[Excerpts from a dataset]

....................

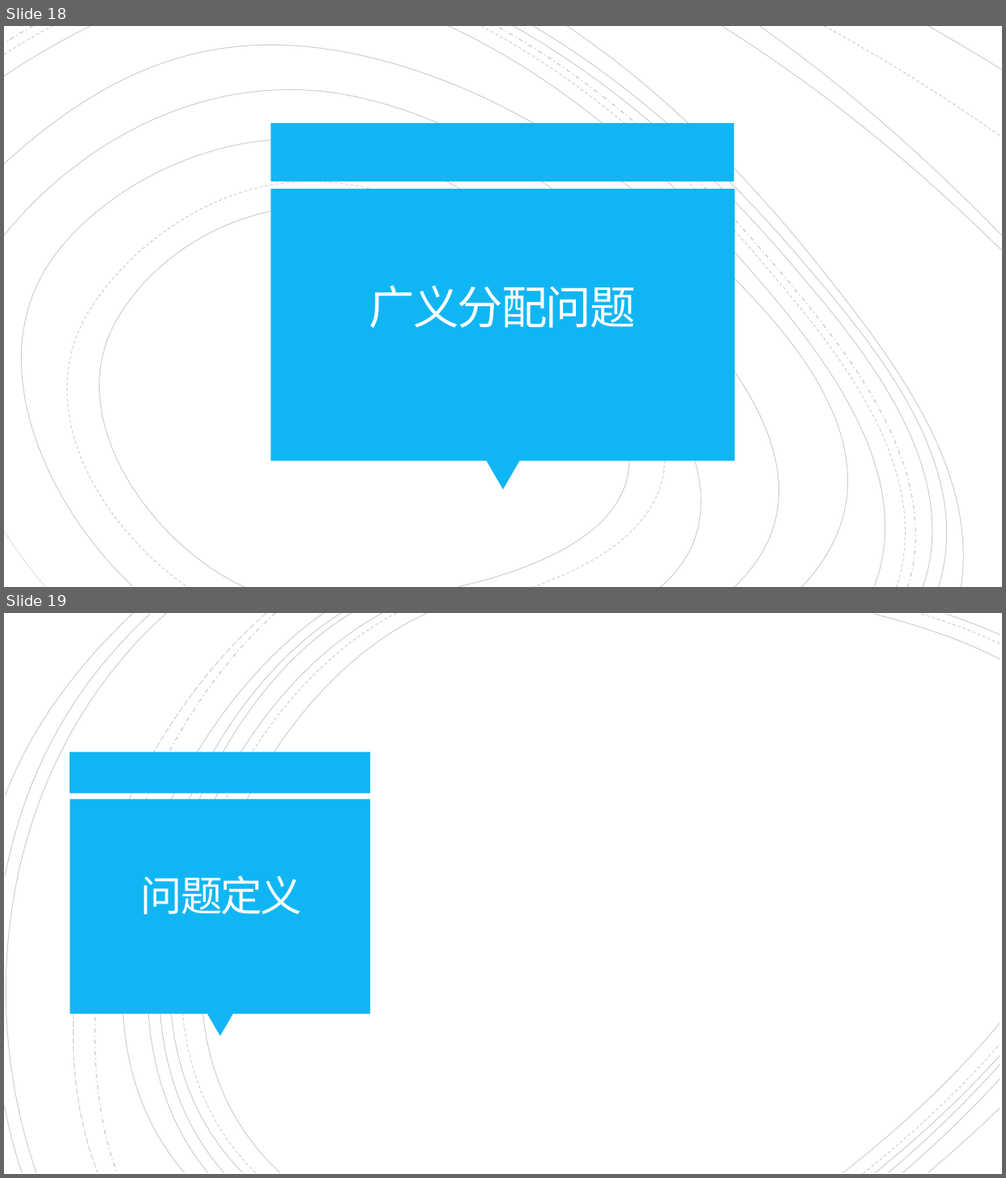
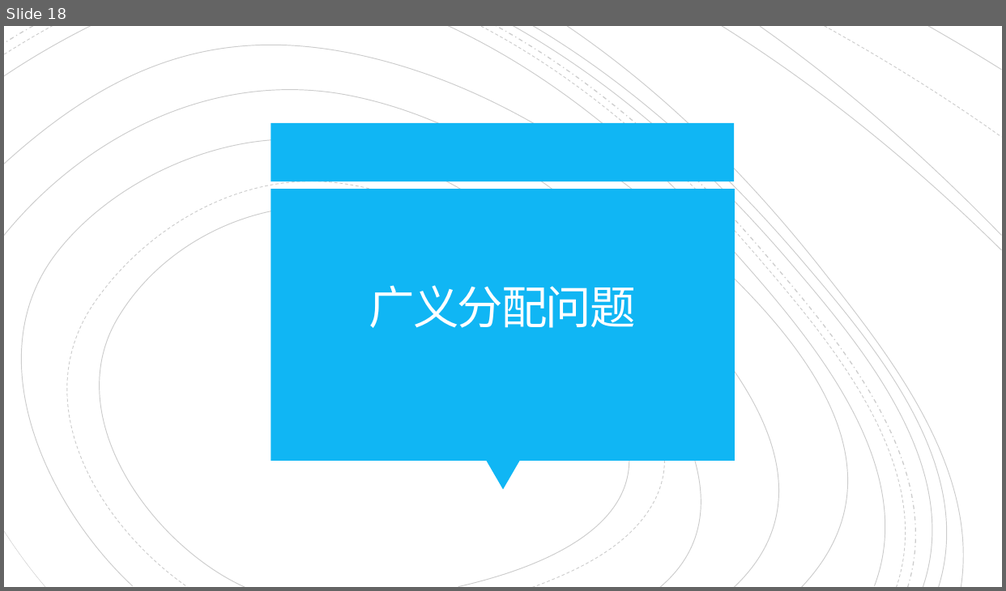
Before and after one commit to dream-tentacle/dream-tentacle.github.io, a slide deck: sources/relaxation methods.pptx. Shown one above the other, each under a label of ours: slides 18 and 19 before the commit, slide 18 after it. The pictures are 1006x1178 and 1006x591 pixels, drawn with LibreOffice and Linux fonts; fonts in the diff are those of the drawing; grey boxes stand for pictures. Boxes give left, top, right and bottom in pixels: in the first picture for what was removed or moved away, otherwise in the second. Text is boxed around its words. In the diff, an @@ line names an element or a change of style, - is before the commit and + after.

```diff
--- a/sources/relaxation methods.pptx
+++ b/sources/relaxation methods.pptx
@@ slide 19 removed at box(4, 613, 1002, 1174), background #FFFFFF @@
@@ group removed at box(4, 613, 1000, 1174): 21 freeform shapes @@
@@ rectangle removed at box(70, 752, 371, 794) @@
@@ rectangle removed at box(70, 799, 370, 1014) @@
@@ title removed at box(141, 875, 302, 914) @@
-问题定义
@@ triangle removed at box(206, 1014, 233, 1037) @@
```
Also in this commit, not shown: 2 slides changed, 8 slides added, 4 other slides removed.

....................

◆ Activity ◆
Pictures are to be excluded; the records themselves are to be reproduced exactly.

◆ Task answer ◆
Before and after one commit to dream-tentacle/dream-tentacle.github.io, a slide deck: sources/relaxation methods.pptx. Shown one above the other, each under a label of ours: slides 18 and 19 before the commit, slide 18 after it. The pictures are 1006x1178 and 1006x591 pixels, drawn with LibreOffice and Linux fonts; fonts in the diff are those of the drawing; grey boxes stand for pictures. Boxes give left, top, right and bottom in pixels: in the first picture for what was removed or moved away, otherwise in the second. Text is boxed around its words. In the diff, an @@ line names an element or a change of style, - is before the commit and + after.

```diff
--- a/sources/relaxation methods.pptx
+++ b/sources/relaxation methods.pptx
@@ slide 19 removed at box(4, 613, 1002, 1174), background #FFFFFF @@
@@ group removed at box(4, 613, 1000, 1174): 21 freeform shapes @@
@@ rectangle removed at box(70, 752, 371, 794) @@
@@ rectangle removed at box(70, 799, 370, 1014) @@
@@ title removed at box(141, 875, 302, 914) @@
-问题定义
@@ triangle removed at box(206, 1014, 233, 1037) @@
```
Also in this commit, not shown: 2 slides changed, 8 slides added, 4 other slides removed.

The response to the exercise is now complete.